+++ Provided records

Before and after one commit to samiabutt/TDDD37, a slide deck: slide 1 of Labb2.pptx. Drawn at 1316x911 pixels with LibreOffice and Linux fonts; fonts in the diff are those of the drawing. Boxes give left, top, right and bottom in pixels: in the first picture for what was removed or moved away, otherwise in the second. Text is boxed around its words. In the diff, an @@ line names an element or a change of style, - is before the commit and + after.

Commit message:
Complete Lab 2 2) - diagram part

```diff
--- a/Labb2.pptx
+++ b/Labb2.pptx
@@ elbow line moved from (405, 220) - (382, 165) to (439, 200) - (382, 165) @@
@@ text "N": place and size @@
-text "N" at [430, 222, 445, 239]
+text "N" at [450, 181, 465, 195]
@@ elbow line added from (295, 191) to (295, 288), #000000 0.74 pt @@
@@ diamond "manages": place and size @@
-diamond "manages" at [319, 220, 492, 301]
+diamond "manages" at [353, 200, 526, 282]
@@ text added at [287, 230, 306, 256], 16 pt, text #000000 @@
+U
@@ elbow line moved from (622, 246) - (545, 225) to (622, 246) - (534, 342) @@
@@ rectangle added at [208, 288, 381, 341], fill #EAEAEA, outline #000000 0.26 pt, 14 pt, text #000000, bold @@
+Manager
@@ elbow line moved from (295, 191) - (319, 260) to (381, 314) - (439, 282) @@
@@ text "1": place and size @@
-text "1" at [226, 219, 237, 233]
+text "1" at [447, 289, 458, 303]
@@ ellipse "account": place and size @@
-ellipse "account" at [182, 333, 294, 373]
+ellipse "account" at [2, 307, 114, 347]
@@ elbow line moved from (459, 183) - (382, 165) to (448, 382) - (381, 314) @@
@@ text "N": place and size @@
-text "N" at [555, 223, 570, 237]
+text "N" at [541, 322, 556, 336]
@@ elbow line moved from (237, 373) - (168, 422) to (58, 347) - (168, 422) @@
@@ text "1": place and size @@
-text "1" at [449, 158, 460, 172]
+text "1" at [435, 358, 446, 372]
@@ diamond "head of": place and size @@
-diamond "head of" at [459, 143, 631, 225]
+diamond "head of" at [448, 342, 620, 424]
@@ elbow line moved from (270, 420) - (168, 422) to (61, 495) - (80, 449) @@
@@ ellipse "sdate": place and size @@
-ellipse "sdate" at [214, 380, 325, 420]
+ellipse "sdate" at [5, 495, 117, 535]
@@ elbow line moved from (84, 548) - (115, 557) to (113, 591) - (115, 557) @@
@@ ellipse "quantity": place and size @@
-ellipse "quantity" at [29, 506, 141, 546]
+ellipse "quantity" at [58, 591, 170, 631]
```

++++++

§ **What you need to do**:
Where does the word "added" appear in the records? Copy every line that holds it.

§ **Exercise result**:
@@ elbow line added from (295, 191) to (295, 288), #000000 0.74 pt @@
@@ text added at [287, 230, 306, 256], 16 pt, text #000000 @@
@@ rectangle added at [208, 288, 381, 341], fill #EAEAEA, outline #000000 0.26 pt, 14 pt, text #000000, bold @@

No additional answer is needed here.